Data entries:

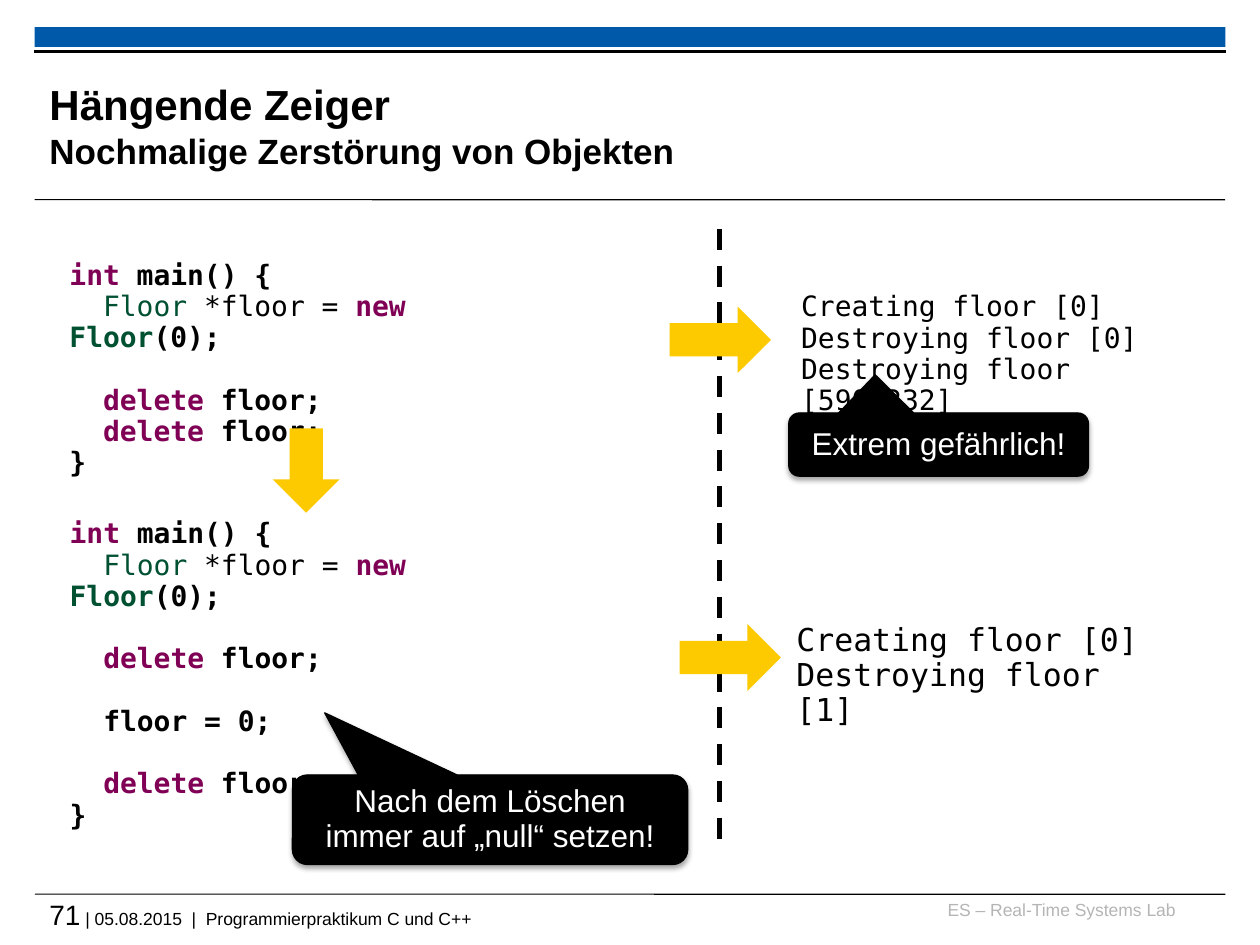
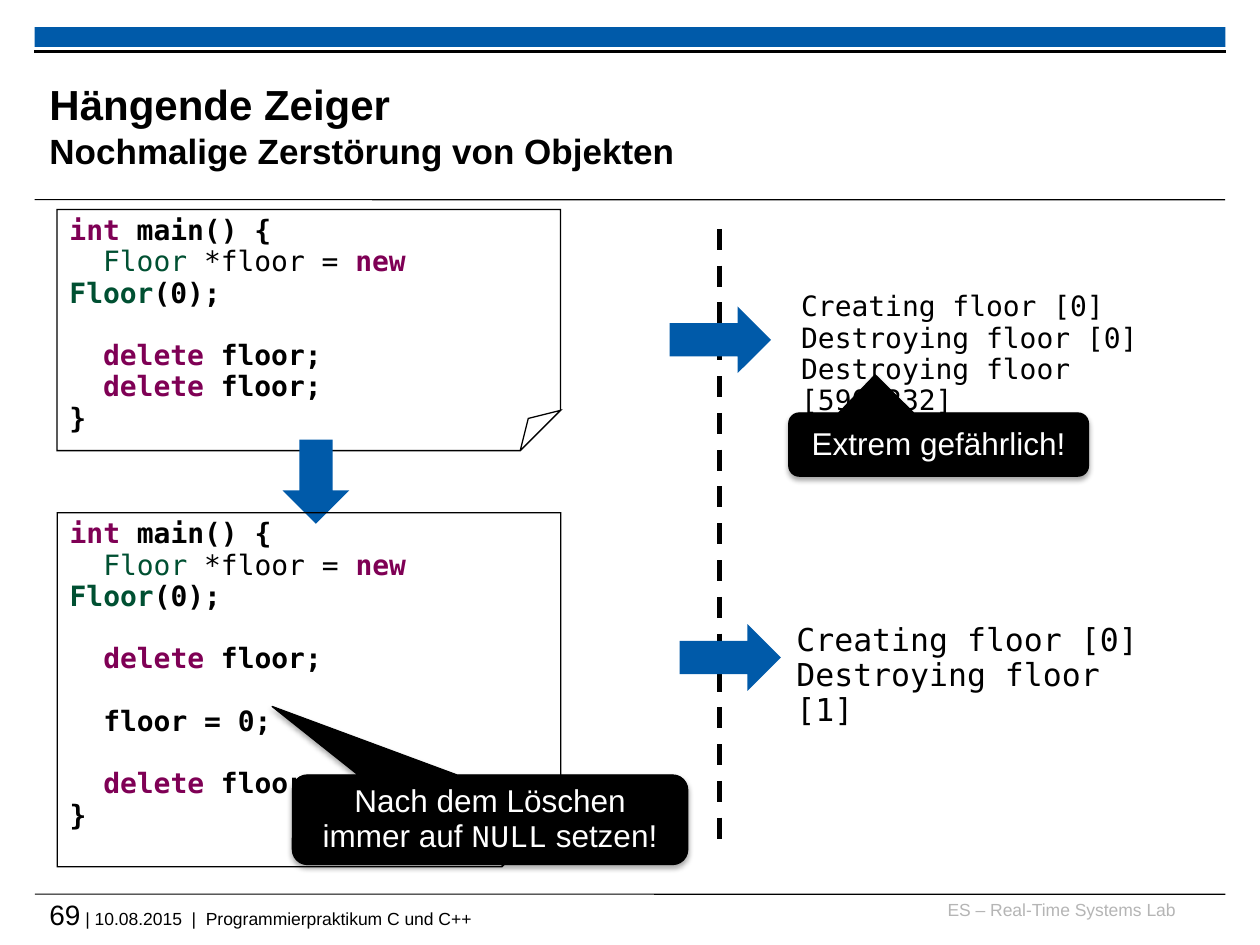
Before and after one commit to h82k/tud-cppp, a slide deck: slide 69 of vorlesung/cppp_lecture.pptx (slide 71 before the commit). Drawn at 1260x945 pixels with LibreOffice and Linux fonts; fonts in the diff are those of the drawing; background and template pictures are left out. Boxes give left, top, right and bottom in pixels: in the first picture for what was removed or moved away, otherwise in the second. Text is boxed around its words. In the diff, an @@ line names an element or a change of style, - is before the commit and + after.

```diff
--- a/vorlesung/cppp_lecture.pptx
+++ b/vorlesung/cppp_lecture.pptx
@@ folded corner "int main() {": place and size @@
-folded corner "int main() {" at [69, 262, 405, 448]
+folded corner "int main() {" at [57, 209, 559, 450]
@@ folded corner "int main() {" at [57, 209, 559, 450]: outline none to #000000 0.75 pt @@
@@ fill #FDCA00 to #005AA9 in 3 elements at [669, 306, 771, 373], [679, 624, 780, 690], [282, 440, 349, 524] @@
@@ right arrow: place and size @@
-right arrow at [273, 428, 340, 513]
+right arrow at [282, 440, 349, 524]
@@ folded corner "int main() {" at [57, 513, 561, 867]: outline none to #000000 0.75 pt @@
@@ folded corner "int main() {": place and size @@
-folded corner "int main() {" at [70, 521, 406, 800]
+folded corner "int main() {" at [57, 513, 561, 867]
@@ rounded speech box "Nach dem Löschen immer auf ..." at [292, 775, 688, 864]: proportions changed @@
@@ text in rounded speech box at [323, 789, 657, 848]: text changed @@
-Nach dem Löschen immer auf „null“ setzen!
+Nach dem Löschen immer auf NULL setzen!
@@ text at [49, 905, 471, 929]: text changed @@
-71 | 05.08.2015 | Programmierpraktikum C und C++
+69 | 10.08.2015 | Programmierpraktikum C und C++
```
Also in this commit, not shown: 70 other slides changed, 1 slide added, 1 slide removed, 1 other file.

• **Work required**
Output all the data, exactly, without images.

• **Answer to this exercise**
Before and after one commit to h82k/tud-cppp, a slide deck: slide 69 of vorlesung/cppp_lecture.pptx (slide 71 before the commit). Drawn at 1260x945 pixels with LibreOffice and Linux fonts; fonts in the diff are those of the drawing; background and template pictures are left out. Boxes give left, top, right and bottom in pixels: in the first picture for what was removed or moved away, otherwise in the second. Text is boxed around its words. In the diff, an @@ line names an element or a change of style, - is before the commit and + after.

```diff
--- a/vorlesung/cppp_lecture.pptx
+++ b/vorlesung/cppp_lecture.pptx
@@ folded corner "int main() {": place and size @@
-folded corner "int main() {" at [69, 262, 405, 448]
+folded corner "int main() {" at [57, 209, 559, 450]
@@ folded corner "int main() {" at [57, 209, 559, 450]: outline none to #000000 0.75 pt @@
@@ fill #FDCA00 to #005AA9 in 3 elements at [669, 306, 771, 373], [679, 624, 780, 690], [282, 440, 349, 524] @@
@@ right arrow: place and size @@
-right arrow at [273, 428, 340, 513]
+right arrow at [282, 440, 349, 524]
@@ folded corner "int main() {" at [57, 513, 561, 867]: outline none to #000000 0.75 pt @@
@@ folded corner "int main() {": place and size @@
-folded corner "int main() {" at [70, 521, 406, 800]
+folded corner "int main() {" at [57, 513, 561, 867]
@@ rounded speech box "Nach dem Löschen immer auf ..." at [292, 775, 688, 864]: proportions changed @@
@@ text in rounded speech box at [323, 789, 657, 848]: text changed @@
-Nach dem Löschen immer auf „null“ setzen!
+Nach dem Löschen immer auf NULL setzen!
@@ text at [49, 905, 471, 929]: text changed @@
-71 | 05.08.2015 | Programmierpraktikum C und C++
+69 | 10.08.2015 | Programmierpraktikum C und C++
```
Also in this commit, not shown: 70 other slides changed, 1 slide added, 1 slide removed, 1 other file.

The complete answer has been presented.